# Get back to stock recovery?



## t_rob76 (Jan 30, 2012)

Mod Type:: Recovery

Difficulty:: Easy

Mod Status:: Beta

Apply In:: ADB

Requires Root:: Yes

Source:: 
I have rooted just to be able to use some root programs and freeze some bloat, now i want to get google wallet working, but i need to flash CWM to do so, I want to get my stock recovery back so I can get OTA's but i see no way to do it without getting completely back to stock. Isa there a way to do this, IE is there a stock recovery.img out there I am just not finding?


----------



## logan (Jul 30, 2012)

Don't think your looking very hard...







It's available in the VZW ez recovery app...

Sent from my Galaxy S3


----------



## droidstyle (Oct 22, 2011)

LULZ and you posted in the wrong section!
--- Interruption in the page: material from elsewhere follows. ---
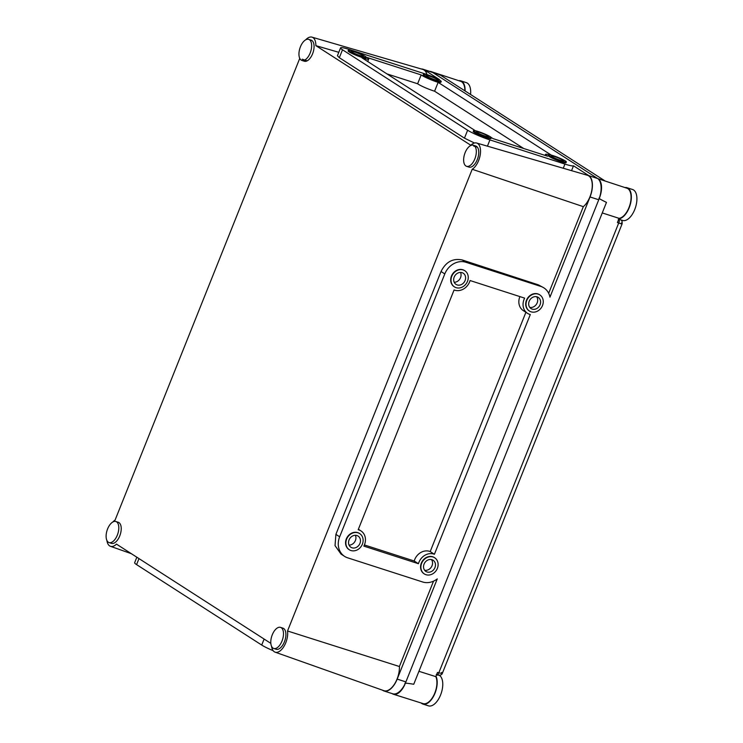 <?xml version="1.0" encoding="UTF-8"?>
<svg xmlns="http://www.w3.org/2000/svg" width="743" height="743" viewBox="0 0 743 743"><rect width="100%" height="100%" fill="white"/><g stroke="black" fill="none" stroke-linecap="round" stroke-linejoin="round"><path stroke-width="1.11" d="M563.268 168.252L564.94 164.082A17.721 2.043 -158.2 0 0 573.503 165.791L588.79 175.617A17.721 9.018 107.9 0 1 590.035 196.96L549.95 297.172A17.721 15.12 -57.3 0 0 543.904 287.875L538.434 284.875L462.304 259.985C452.97 258.025 445.874 261.861 441.036 271.511L335.892 534.375L335.037 545.622L341 554.064L344.594 556.377A17.721 15.12 -57.3 0 1 339.662 536.79L444.797 273.926A17.721 15.12 -57.3 0 1 465.852 262.26L540.858 286.436A17.721 15.12 -57.3 0 1 543.904 287.875M344.594 556.377A17.721 15.12 -57.3 0 0 347.64 557.817L422.646 581.983A17.721 15.12 -57.3 0 0 437.265 578.899L397.189 679.102A17.721 9.018 107.9 0 1 383.973 690.971L392.685 693.776A17.721 9.018 -72.1 0 0 405.901 681.907L598.747 199.765A17.721 9.018 -72.1 0 0 597.502 178.422L432.045 72.043L440.692 75.275L605.229 181.069L588.79 175.617M598.273 178.924A15.947 8.117 107.9 0 1 599.397 198.13L598.747 199.765L590.035 196.96M564.94 164.082L489.925 139.907A17.721 2.043 -158.2 0 1 467.635 130.229L342.504 49.781A17.721 2.043 -158.2 0 1 340.563 47.877A17.721 2.043 -158.2 0 1 349.238 49.456L424.244 73.631A17.721 2.043 -158.2 0 1 439.392 79.566L424.114 69.74A17.721 9.018 107.9 0 0 423.008 69.22L431.72 72.025A17.721 9.018 -72.1 0 1 432.816 72.545L424.114 69.74M473.505 130.657L473.235 131.344A9.603 1.105 21.8 0 0 477.387 134.037A9.603 1.105 21.8 0 0 486.368 137.613A9.603 1.105 21.8 0 0 491.058 138.467L491.337 137.789A9.603 1.105 -158.2 0 1 486.637 136.935A9.603 1.105 -158.2 0 1 477.665 133.359A9.603 1.105 -158.2 0 1 473.505 130.657A9.603 1.105 -158.2 0 1 478.204 131.52A9.603 1.105 -158.2 0 1 487.176 135.096A9.603 1.105 -158.2 0 1 491.337 137.789M423.389 74.384L423.12 75.071A9.603 1.105 21.8 0 0 427.271 77.764A9.603 1.105 21.8 0 0 436.243 81.34A9.603 1.105 21.8 0 0 440.943 82.194L441.212 81.516A9.603 1.105 -158.2 0 1 436.512 80.662A9.603 1.105 -158.2 0 1 427.541 77.086A9.603 1.105 -158.2 0 1 423.389 74.384A9.603 1.105 -158.2 0 1 428.089 75.238A9.603 1.105 -158.2 0 1 437.06 78.814A9.603 1.105 -158.2 0 1 441.212 81.516M551.297 155.12L438.138 82.362A12.557 1.449 -158.2 0 1 437.543 82.176A12.557 1.449 -158.2 0 1 421.17 74.922L366.587 57.332A12.557 1.449 -158.2 0 1 368.677 59.124A12.557 1.449 -158.2 0 1 362.528 58A12.557 1.449 -158.2 0 1 361.915 57.796L475.316 130.703M491.225 137.501A12.557 1.449 -158.2 0 1 493.008 138.616L547.591 156.206A12.557 1.449 -158.2 0 1 545.501 154.414A12.557 1.449 -158.2 0 1 548.789 154.702M548.52 154.832L548.241 155.519A9.603 1.105 21.8 0 0 552.402 158.213A9.603 1.105 21.8 0 0 561.374 161.788A9.603 1.105 21.8 0 0 566.073 162.643L566.342 161.965A9.603 1.105 -158.2 0 1 561.643 161.11A9.603 1.105 -158.2 0 1 552.671 157.535A9.603 1.105 -158.2 0 1 548.52 154.832A9.603 1.105 -158.2 0 1 553.219 155.686A9.603 1.105 -158.2 0 1 562.191 159.262A9.603 1.105 -158.2 0 1 566.342 161.965M348.383 50.208L348.105 50.895A9.603 1.105 21.8 0 0 352.266 53.589A9.603 1.105 21.8 0 0 361.237 57.165A9.603 1.105 21.8 0 0 365.928 58.019L366.206 57.341A9.603 1.105 -158.2 0 1 361.507 56.487A9.603 1.105 -158.2 0 1 352.535 52.911A9.603 1.105 -158.2 0 1 348.383 50.208A9.603 1.105 -158.2 0 1 353.074 51.072A9.603 1.105 -158.2 0 1 362.045 54.648A9.603 1.105 -158.2 0 1 366.206 57.341M433.541 581.156L399.4 666.517L287.532 630.983L472.204 169.274L583.329 206.656L548.678 293.299M583.329 206.656A17.46 8.888 -72.1 0 0 591.827 190.171A17.46 8.888 -72.1 0 0 588.688 175.85A17.46 8.888 -72.1 0 0 587.481 175.302L476.653 143.028A14.182 7.216 107.9 0 1 477.628 143.473A14.182 7.216 107.9 0 1 480.006 156.002A14.182 7.216 107.9 0 1 472.204 169.274M573.503 165.791L571.553 170.658M359.528 533.502A9.603 8.192 122.7 0 0 359.371 533.39A9.603 8.192 122.7 0 0 357.717 532.62A9.603 8.192 122.7 0 0 346.758 537.969A9.603 8.192 122.7 0 0 348.987 549.541A9.603 8.192 122.7 0 0 349.145 549.644M539.678 294.813A9.603 8.192 122.7 0 0 539.511 294.702A9.603 8.192 122.7 0 0 537.867 293.922A9.603 8.192 122.7 0 0 526.898 299.28A9.603 8.192 122.7 0 0 529.127 310.853A9.603 8.192 122.7 0 0 529.295 310.955M434.414 554.278L530.307 314.53A12.557 10.708 -57.3 0 1 529.694 314.354A12.557 10.708 -57.3 0 1 527.53 313.342A12.557 10.708 -57.3 0 1 524.651 298.129L470.068 280.538A12.557 10.708 -57.3 0 1 454.679 290.179A12.557 10.708 -57.3 0 1 454.084 289.965L358.191 529.713A12.557 10.708 -57.3 0 1 358.804 529.889A12.557 10.708 -57.3 0 1 360.968 530.911A12.557 10.708 -57.3 0 1 363.847 546.124L418.43 563.714A12.557 10.708 -57.3 0 1 433.819 554.064A12.557 10.708 -57.3 0 1 434.414 554.278L430.197 551.575A12.557 10.708 122.7 0 0 429.603 551.352A12.557 10.708 122.7 0 0 414.213 561.002L364.395 544.944M434.534 557.677A9.603 8.192 122.7 0 0 434.376 557.566A9.603 8.192 122.7 0 0 432.723 556.786A9.603 8.192 122.7 0 0 421.764 562.135A9.603 8.192 122.7 0 0 423.993 573.717A9.603 8.192 122.7 0 0 424.16 573.819M464.663 270.638A9.603 8.192 122.7 0 0 464.505 270.536A9.603 8.192 122.7 0 0 462.852 269.755A9.603 8.192 122.7 0 0 451.893 275.105A9.603 8.192 122.7 0 0 454.122 286.677A9.603 8.192 122.7 0 0 454.289 286.779M383.973 690.971A17.721 9.018 107.9 0 1 382.868 690.442L382.385 690.136M599.397 198.13C597.846 197.889 600.205 199.31 606.474 202.393L413.749 684.257C406.709 683.096 403.876 682.854 405.241 683.541L405.901 681.907L397.189 679.102M405.241 683.541A15.947 8.117 107.9 0 1 393.372 694.231A15.947 8.117 107.9 0 1 392.36 693.748L392.109 693.59M605.155 181.041L626.888 188.193A15.761 8.024 107.9 0 1 630.175 203.898A15.761 8.024 107.9 0 1 619.105 218.349L602.267 212.935M624.984 187.561A16.244 8.266 107.9 0 1 627.018 187.719A16.244 8.266 107.9 0 1 628.03 188.202A16.244 8.266 107.9 0 1 630.12 205.04A16.244 8.266 107.9 0 1 618.91 218.823L619.105 218.349M429.695 71.374A15.947 8.117 107.9 0 1 431.079 71.588A15.947 8.117 107.9 0 1 432.045 72.043M431.079 71.588L460.66 81.312A15.761 8.024 107.9 0 1 464.83 90.804M458.756 80.69A16.244 8.266 107.9 0 1 460.781 80.848A16.244 8.266 107.9 0 1 461.793 81.331A16.244 8.266 107.9 0 1 465.099 90.971M421.327 68.997A17.721 9.018 107.9 0 1 423.008 69.22M426.965 74.551A17.46 8.888 -72.1 0 0 424.012 69.981A17.46 8.888 -72.1 0 0 422.804 69.424L311.976 37.15A14.182 7.216 107.9 0 1 312.952 37.596A14.182 7.216 107.9 0 1 315.849 45.639L338.789 52.316M307.175 60.833L302.215 59.208M299.726 58.288A14.182 7.216 107.9 0 0 299.745 58.4L115.072 520.109A14.182 7.216 107.9 0 0 112.834 521.985M270.842 643.373L116.475 544.127A14.182 7.216 107.9 0 1 110.428 546.291A14.182 7.216 107.9 0 1 109.648 545.91A14.182 7.216 107.9 0 1 106.89 540.43M305.67 39.843A14.182 7.216 107.9 0 1 311.976 37.15M476.653 143.028A14.182 7.216 107.9 0 0 470.802 145.256L315.849 45.639M287.532 630.983A14.182 7.216 107.9 0 1 284.114 646.131A14.182 7.216 107.9 0 1 275.105 652.168A14.182 7.216 107.9 0 1 274.325 651.778A14.182 7.216 107.9 0 1 271.566 646.308M109.063 542.585L111.478 543.365A11.08 5.638 -72.1 0 0 120.004 535.257A11.08 5.638 -72.1 0 0 118.964 522.608A11.08 5.638 -72.1 0 0 118.276 522.283L115.852 521.502A11.08 5.638 107.9 0 1 116.54 521.827A11.08 5.638 107.9 0 1 117.58 534.477A11.08 5.638 107.9 0 1 109.063 542.585A11.08 5.638 107.9 0 1 108.376 542.26A11.08 5.638 107.9 0 1 107.336 529.61A11.08 5.638 107.9 0 1 115.852 521.502M301.899 60.443L304.324 61.223A11.08 5.638 -72.1 0 0 312.849 53.115A11.08 5.638 -72.1 0 0 311.809 40.466A11.08 5.638 -72.1 0 0 311.122 40.141L308.698 39.36A11.08 5.638 107.9 0 1 309.385 39.685A11.08 5.638 107.9 0 1 310.425 52.335A11.08 5.638 107.9 0 1 301.899 60.443A11.08 5.638 107.9 0 1 301.212 60.118A11.08 5.638 107.9 0 1 300.172 47.468A11.08 5.638 107.9 0 1 308.698 39.36M466.585 166.321L469 167.101A11.08 5.638 -72.1 0 0 477.526 158.993A11.08 5.638 -72.1 0 0 476.486 146.343A11.08 5.638 -72.1 0 0 475.799 146.018L473.375 145.238A11.08 5.638 107.9 0 1 474.062 145.563A11.08 5.638 107.9 0 1 475.102 158.213A11.08 5.638 107.9 0 1 466.585 166.321A11.08 5.638 107.9 0 1 465.898 165.986A11.08 5.638 107.9 0 1 464.858 153.346A11.08 5.638 107.9 0 1 473.375 145.238M273.74 648.463L276.155 649.243A11.08 5.638 -72.1 0 0 284.68 641.135A11.08 5.638 -72.1 0 0 283.64 628.485A11.08 5.638 -72.1 0 0 282.953 628.16L280.538 627.38A11.08 5.638 107.9 0 1 281.226 627.705A11.08 5.638 107.9 0 1 282.266 640.355A11.08 5.638 107.9 0 1 273.74 648.463A11.08 5.638 107.9 0 1 273.053 648.137A11.08 5.638 107.9 0 1 272.012 635.488A11.08 5.638 107.9 0 1 280.538 627.38M136.842 557.222L134.65 562.711A17.721 2.043 21.8 0 0 136.582 564.615L261.712 645.054A17.721 2.043 21.8 0 0 273.164 650.692M393.372 694.231L423.073 703.602A15.761 8.024 107.9 0 0 434.088 694.686A15.761 8.024 107.9 0 0 435.797 676.632L418.931 671.3M435.797 676.632L435.992 676.158A16.244 8.266 107.9 0 1 434.302 694.816A16.244 8.266 107.9 0 1 422.897 704.058A16.244 8.266 107.9 0 1 421.894 703.575A16.244 8.266 107.9 0 1 421.16 702.999M435.992 676.158L437.478 672.434L438.807 672.814L618.715 223.002C622.04 224.2 622.913 224.21 621.343 223.002M422.897 704.058L428.47 705.85A16.244 8.266 -72.1 0 0 440.971 693.962A16.244 8.266 -72.1 0 0 439.438 675.406A16.244 8.266 -72.1 0 0 439.317 675.331M618.325 219.352C619.513 219.668 619.643 220.885 618.715 223.002L617.424 222.547L618.91 218.823M618.761 219.194L622.615 220.439A16.244 8.266 -72.1 0 0 635.116 208.542A16.244 8.266 -72.1 0 0 633.593 189.994A16.244 8.266 -72.1 0 0 632.581 189.511L627.018 187.719M620.164 219.603L618.65 219.464M470.551 94.472A16.244 8.266 -72.1 0 0 467.356 83.123A16.244 8.266 -72.1 0 0 466.344 82.64L460.781 80.848M436.503 674.867L436.847 674.969C440.079 675.545 441.927 674.96 442.391 673.204L622.123 223.847C622.309 221.655 621.9 220.383 620.897 220.03M441.565 672.471C443.19 673.539 442.271 673.66 438.807 672.814C438.017 674.988 437.163 675.573 436.252 674.57M275.105 652.168L383.927 690.684A17.46 8.888 -72.1 0 0 394.459 684.164A17.46 8.888 -72.1 0 0 399.4 666.517M340.563 47.877L337.424 55.744L339.328 57.703L464.459 138.152L474.471 143.018M477.35 147.142L473.681 146.083M350.956 550.526A9.603 8.192 -57.3 0 1 349.312 549.755A9.603 8.192 -57.3 0 1 347.083 538.173A9.603 8.192 -57.3 0 1 358.042 532.824A9.603 8.192 -57.3 0 1 359.696 533.604A9.603 8.192 -57.3 0 1 361.925 545.176A9.603 8.192 -57.3 0 1 350.956 550.526M356.956 535.545A6.65 5.665 122.7 0 0 349.359 539.251A6.65 5.665 122.7 0 0 350.91 547.266A6.65 5.665 122.7 0 0 352.052 547.805A6.65 5.665 122.7 0 0 359.64 544.099A6.65 5.665 122.7 0 0 358.098 536.084A6.65 5.665 122.7 0 0 356.956 535.545M355.395 535.304A6.65 5.665 -57.3 0 1 354.727 541.823A6.65 5.665 -57.3 0 1 349.071 545.13M531.106 311.837A9.603 8.192 -57.3 0 1 529.453 311.057A9.603 8.192 -57.3 0 1 527.224 299.485A9.603 8.192 -57.3 0 1 538.192 294.135A9.603 8.192 -57.3 0 1 539.836 294.915A9.603 8.192 -57.3 0 1 542.065 306.488A9.603 8.192 -57.3 0 1 531.106 311.837M537.096 296.856A6.65 5.665 122.7 0 0 529.508 300.562A6.65 5.665 122.7 0 0 531.05 308.577A6.65 5.665 122.7 0 0 532.192 309.116A6.65 5.665 122.7 0 0 539.78 305.41A6.65 5.665 122.7 0 0 538.238 297.395A6.65 5.665 122.7 0 0 537.096 296.856M536.613 296.726A6.65 5.665 -57.3 0 1 536.502 304.175A6.65 5.665 -57.3 0 1 529.768 307.37M519.896 296.587A12.557 10.708 122.7 0 0 523.323 310.63L527.53 313.342M525.905 312.292L430.197 551.575M418.43 563.714L414.213 561.002M425.971 574.701A9.603 8.192 -57.3 0 1 424.318 573.921A9.603 8.192 -57.3 0 1 422.089 562.349A9.603 8.192 -57.3 0 1 433.048 556.999A9.603 8.192 -57.3 0 1 434.701 557.779A9.603 8.192 -57.3 0 1 436.93 569.352A9.603 8.192 -57.3 0 1 425.971 574.701M431.962 559.72A6.65 5.665 122.7 0 0 424.374 563.426A6.65 5.665 122.7 0 0 425.915 571.441A6.65 5.665 122.7 0 0 427.058 571.98A6.65 5.665 122.7 0 0 434.646 568.274A6.65 5.665 122.7 0 0 433.104 560.259A6.65 5.665 122.7 0 0 431.962 559.72M431.469 559.59A6.65 5.665 -57.3 0 1 431.358 567.039A6.65 5.665 -57.3 0 1 424.624 570.234M456.1 287.671A9.603 8.192 -57.3 0 1 454.447 286.891A9.603 8.192 -57.3 0 1 452.218 275.309A9.603 8.192 -57.3 0 1 463.177 269.96A9.603 8.192 -57.3 0 1 464.83 270.74A9.603 8.192 -57.3 0 1 467.059 282.312A9.603 8.192 -57.3 0 1 456.1 287.671M462.09 272.681A6.65 5.665 122.7 0 0 454.502 276.387A6.65 5.665 122.7 0 0 456.044 284.402A6.65 5.665 122.7 0 0 457.186 284.94A6.65 5.665 122.7 0 0 464.774 281.235A6.65 5.665 122.7 0 0 463.233 273.22A6.65 5.665 122.7 0 0 462.09 272.681M460.53 272.44A6.65 5.665 -57.3 0 1 459.871 278.959A6.65 5.665 -57.3 0 1 454.205 282.275M485.337 136.099A6.65 0.771 21.8 0 0 488.588 136.693A6.65 0.771 21.8 0 0 485.718 134.827A6.65 0.771 21.8 0 0 479.504 132.347A6.65 0.771 21.8 0 0 476.254 131.762A6.65 0.771 21.8 0 0 479.124 133.629A6.65 0.771 21.8 0 0 485.337 136.099M435.222 79.826A6.65 0.771 21.8 0 0 438.472 80.42A6.65 0.771 21.8 0 0 435.593 78.554A6.65 0.771 21.8 0 0 429.38 76.074A6.65 0.771 21.8 0 0 426.129 75.48A6.65 0.771 21.8 0 0 429.008 77.356A6.65 0.771 21.8 0 0 435.222 79.826M438.138 82.362L434.59 91.213L523.704 148.507M386.936 73.882L417.631 83.773A12.557 1.449 21.8 0 0 433.996 91.027A12.557 1.449 21.8 0 0 434.59 91.213M417.631 83.773L421.17 74.922M560.352 160.274A6.65 0.771 21.8 0 0 563.603 160.869A6.65 0.771 21.8 0 0 560.724 159.002A6.65 0.771 21.8 0 0 554.51 156.522A6.65 0.771 21.8 0 0 551.26 155.928A6.65 0.771 21.8 0 0 554.139 157.795A6.65 0.771 21.8 0 0 560.352 160.274M360.206 55.651A6.65 0.771 21.8 0 0 363.457 56.245A6.65 0.771 21.8 0 0 360.587 54.378A6.65 0.771 21.8 0 0 354.374 51.899A6.65 0.771 21.8 0 0 351.123 51.313A6.65 0.771 21.8 0 0 353.993 53.18A6.65 0.771 21.8 0 0 360.206 55.651M540.858 286.436L538.434 284.875M462.304 259.985L465.852 262.26M138.987 558.597L136.582 564.615M261.712 645.054L264.118 639.045M335.892 534.375L339.662 536.79M444.797 273.926L441.036 271.511M342.504 49.781L339.328 57.703M464.459 138.152L467.635 130.229M489.925 139.907L487.427 146.167M618.371 219.371L619.402 219.733M537.059 436.54L538.266 433.503M131.381 553.702L110.428 546.291M358.377 529.248L360.968 530.911M545.111 155.408L545.501 154.414M368.677 59.124L367.711 61.53"/></g></svg>

No worries tho as we all have derped before...just dont let it happen again j/k


----------



## mmmeff (Aug 6, 2011)

If you want OTAs you should probably Odin back to stock. If you just want stock recovery, just use ezrecovery.


----------



## t_rob76 (Jan 30, 2012)

logan said:


> If you want OTAs you should probably Odin back to stock. If you just want stock recovery, just use ezrecovery.


I am currently on stock, just with root access, if an ota comes out and it is an issue, i will Odin back, but I cant stand having to reinstall everything even with TB pro


----------



## landshark (Aug 6, 2011)

Development section is for ROM, kernel, and related releases only. Moved to SGS3 general sub-forum.


----------